Activity
Each record that follows goes into your reply unchanged; the pictures do not.
== Data for analysis
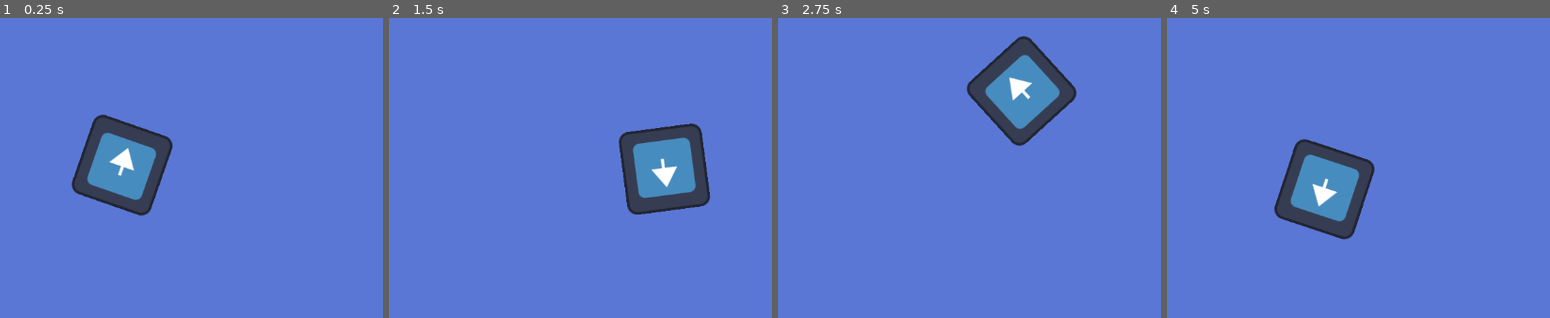
Above: before the commit, frames 1-4 (left to right).
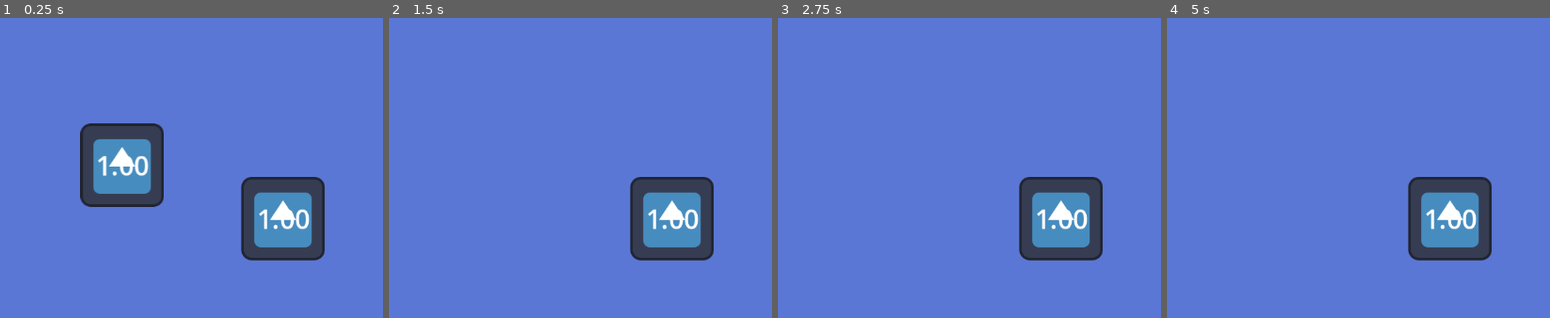
Above: after the commit, the same moments.

Repository: ash4rk/godot_polygon
Game: Godot game, scene res://main.tscn
The game is run twice, just before and just after one commit, with the same random seed, the same clock (stepped at 60 frames per second) and the same inputs. The engine's default icon, where the game draws it, is replaced by a stand-in: a white triangle on a blue panel in a dark square.
Inputs (mouse positions are in pixels of both pictures, inside the frame that each line leads up to):
- Up to frame 1 (0.25 s): no input
- Up to frame 2 (1.5 s): move the mouse to (726, 162) at 0.52 s; move the mouse to (408, 204) at 1.27 s
- Up to frame 3 (2.75 s): move the mouse to (1023, 90) at 2.02 s
- Up to frame 4 (5 s): move the mouse to (1301, 267) at 2.77 s; move the mouse to (outside the picture) at 3.52 s; move the mouse to (outside the picture) at 4.27 s

The runs differ from the first frame. In frame 1, 7.0% of the frame differs, in the area x 18-85%, y 31-81%; in frame 2, 6.5%; in frame 3, 7.8%, in the area x 49-85%, y 5-81%; in frame 4, 7.8%.

Commit message:
FEAT: Implement grow and damage

Diff:
--- /dev/null
+++ b/circles_and_greens/circle.gd
@@ -0,0 +1,36 @@
+extends CharacterBody2D
+
+class_name Circle
+
+const INIT_SPEED = 400
+const GROW_SPEED = 0.5
+@export var speed = 400
+@export var level: float = 1.0 : set = _set_level
+
+var _is_dead: bool = false
+var _is_grows: bool = false
+var _is_damaged: bool = false
+
+func _process(delta):
+	$LevelLabel.text = str(level).pad_decimals(2)
+	if _is_grows:
+		level += delta * GROW_SPEED
+	if _is_damaged:
+		level -= delta * GROW_SPEED
+
+func _on_area_2d_body_entered(body):
+	if body.is_in_group("players") and body != self:
+		_is_damaged = true
+
+func _on_area_2d_body_exited(body):
+	if body.is_in_group("players"):
+		_is_damaged = false
+
+func _set_level(value):
+	if value < 1.0:
+		_is_dead = true
+		queue_free()
+		return
+	level = value
+	scale = Vector2(level, level)
+	speed = INIT_SPEED /level
--- a/circles_and_greens/main.tscn
+++ b/circles_and_greens/main.tscn
@@ -1,6 +1,7 @@
-[gd_scene load_steps=2 format=3 uid="uid://besgpxovvdayd"]
+[gd_scene load_steps=3 format=3 uid="uid://besgpxovvdayd"]
 
-[ext_resource type="PackedScene" uid="uid://2n51nru40gcj" path="res://player.tscn" id="1_ak58i"]
+[ext_resource type="PackedScene" uid="uid://d31iswwki2vc" path="res://player.tscn" id="1_ak58i"]
+[ext_resource type="Script" path="res://circle.gd" id="2_cvvnq"]
 
 [node name="main" type="Node"]
 
@@ -14,3 +15,7 @@
 
 [node name="Player" parent="." instance=ExtResource("1_ak58i")]
 position = Vector2(407, 265)
+
+[node name="Player2" parent="." instance=ExtResource("1_ak58i")]
+position = Vector2(748, 380)
+script = ExtResource("2_cvvnq")
--- a/circles_and_greens/player.gd
+++ b/circles_and_greens/player.gd
@@ -1,14 +1,8 @@
-extends CharacterBody2D
+extends Circle
 
-@export var speed = 400
-var level: float = 1.0
-
-func _physics_process(delta):
+func _physics_process(_delta):
 	var target = get_global_mouse_position()
 	velocity = position.direction_to(target) * speed
-	look_at(target)
+	#look_at(target)
 	if position.distance_to(target) > 10:
 		move_and_slide()
-
-func _process(delta):
-	$LevelLabel.text = str(level)
--- a/circles_and_greens/player.tscn
+++ b/circles_and_greens/player.tscn
@@ -6,7 +6,10 @@
 [sub_resource type="RectangleShape2D" id="RectangleShape2D_gd12u"]
 size = Vector2(128, 128)
 
-[node name="Player" type="CharacterBody2D"]
+[sub_resource type="RectangleShape2D" id="RectangleShape2D_lu0ei"]
+size = Vector2(145, 145)
+
+[node name="Player" type="CharacterBody2D" groups=["players"]]
 script = ExtResource("1_owhs2")
 
 [node name="Sprite2D" type="Sprite2D" parent="."]
@@ -31,3 +34,12 @@
 text = "level"
 horizontal_alignment = 1
 vertical_alignment = 1
+
+[node name="Area2D" type="Area2D" parent="."]
+
+[node name="CollisionShape2D" type="CollisionShape2D" parent="Area2D"]
+position = Vector2(0.5, 0.5)
+shape = SubResource("RectangleShape2D_lu0ei")
+
+[connection signal="body_entered" from="Area2D" to="." method="_on_area_2d_body_entered"]
+[connection signal="body_exited" from="Area2D" to="." method="_on_area_2d_body_exited"]
Not shown: 1 places in circles_and_greens/player.tscn that only renumber resources
====
Exercise solution
Above: before the commit, frames 1-4 (left to right).
Above: after the commit, the same moments.

Repository: ash4rk/godot_polygon
Game: Godot game, scene res://main.tscn
The game is run twice, just before and just after one commit, with the same random seed, the same clock (stepped at 60 frames per second) and the same inputs. The engine's default icon, where the game draws it, is replaced by a stand-in: a white triangle on a blue panel in a dark square.
Inputs (mouse positions are in pixels of both pictures, inside the frame that each line leads up to):
- Up to frame 1 (0.25 s): no input
- Up to frame 2 (1.5 s): move the mouse to (726, 162) at 0.52 s; move the mouse to (408, 204) at 1.27 s
- Up to frame 3 (2.75 s): move the mouse to (1023, 90) at 2.02 s
- Up to frame 4 (5 s): move the mouse to (1301, 267) at 2.77 s; move the mouse to (outside the picture) at 3.52 s; move the mouse to (outside the picture) at 4.27 s

The runs differ from the first frame. In frame 1, 7.0% of the frame differs, in the area x 18-85%, y 31-81%; in frame 2, 6.5%; in frame 3, 7.8%, in the area x 49-85%, y 5-81%; in frame 4, 7.8%.

Commit message:
FEAT: Implement grow and damage

Diff:
--- /dev/null
+++ b/circles_and_greens/circle.gd
@@ -0,0 +1,36 @@
+extends CharacterBody2D
+
+class_name Circle
+
+const INIT_SPEED = 400
+const GROW_SPEED = 0.5
+@export var speed = 400
+@export var level: float = 1.0 : set = _set_level
+
+var _is_dead: bool = false
+var _is_grows: bool = false
+var _is_damaged: bool = false
+
+func _process(delta):
+	$LevelLabel.text = str(level).pad_decimals(2)
+	if _is_grows:
+		level += delta * GROW_SPEED
+	if _is_damaged:
+		level -= delta * GROW_SPEED
+
+func _on_area_2d_body_entered(body):
+	if body.is_in_group("players") and body != self:
+		_is_damaged = true
+
+func _on_area_2d_body_exited(body):
+	if body.is_in_group("players"):
+		_is_damaged = false
+
+func _set_level(value):
+	if value < 1.0:
+		_is_dead = true
+		queue_free()
+		return
+	level = value
+	scale = Vector2(level, level)
+	speed = INIT_SPEED /level
--- a/circles_and_greens/main.tscn
+++ b/circles_and_greens/main.tscn
@@ -1,6 +1,7 @@
-[gd_scene load_steps=2 format=3 uid="uid://besgpxovvdayd"]
+[gd_scene load_steps=3 format=3 uid="uid://besgpxovvdayd"]
 
-[ext_resource type="PackedScene" uid="uid://2n51nru40gcj" path="res://player.tscn" id="1_ak58i"]
+[ext_resource type="PackedScene" uid="uid://d31iswwki2vc" path="res://player.tscn" id="1_ak58i"]
+[ext_resource type="Script" path="res://circle.gd" id="2_cvvnq"]
 
 [node name="main" type="Node"]
 
@@ -14,3 +15,7 @@
 
 [node name="Player" parent="." instance=ExtResource("1_ak58i")]
 position = Vector2(407, 265)
+
+[node name="Player2" parent="." instance=ExtResource("1_ak58i")]
+position = Vector2(748, 380)
+script = ExtResource("2_cvvnq")
--- a/circles_and_greens/player.gd
+++ b/circles_and_greens/player.gd
@@ -1,14 +1,8 @@
-extends CharacterBody2D
+extends Circle
 
-@export var speed = 400
-var level: float = 1.0
-
-func _physics_process(delta):
+func _physics_process(_delta):
 	var target = get_global_mouse_position()
 	velocity = position.direction_to(target) * speed
-	look_at(target)
+	#look_at(target)
 	if position.distance_to(target) > 10:
 		move_and_slide()
-
-func _process(delta):
-	$LevelLabel.text = str(level)
--- a/circles_and_greens/player.tscn
+++ b/circles_and_greens/player.tscn
@@ -6,7 +6,10 @@
 [sub_resource type="RectangleShape2D" id="RectangleShape2D_gd12u"]
 size = Vector2(128, 128)
 
-[node name="Player" type="CharacterBody2D"]
+[sub_resource type="RectangleShape2D" id="RectangleShape2D_lu0ei"]
+size = Vector2(145, 145)
+
+[node name="Player" type="CharacterBody2D" groups=["players"]]
 script = ExtResource("1_owhs2")
 
 [node name="Sprite2D" type="Sprite2D" parent="."]
@@ -31,3 +34,12 @@
 text = "level"
 horizontal_alignment = 1
 vertical_alignment = 1
+
+[node name="Area2D" type="Area2D" parent="."]
+
+[node name="CollisionShape2D" type="CollisionShape2D" parent="Area2D"]
+position = Vector2(0.5, 0.5)
+shape = SubResource("RectangleShape2D_lu0ei")
+
+[connection signal="body_entered" from="Area2D" to="." method="_on_area_2d_body_entered"]
+[connection signal="body_exited" from="Area2D" to="." method="_on_area_2d_body_exited"]
Not shown: 1 places in circles_and_greens/player.tscn that only renumber resources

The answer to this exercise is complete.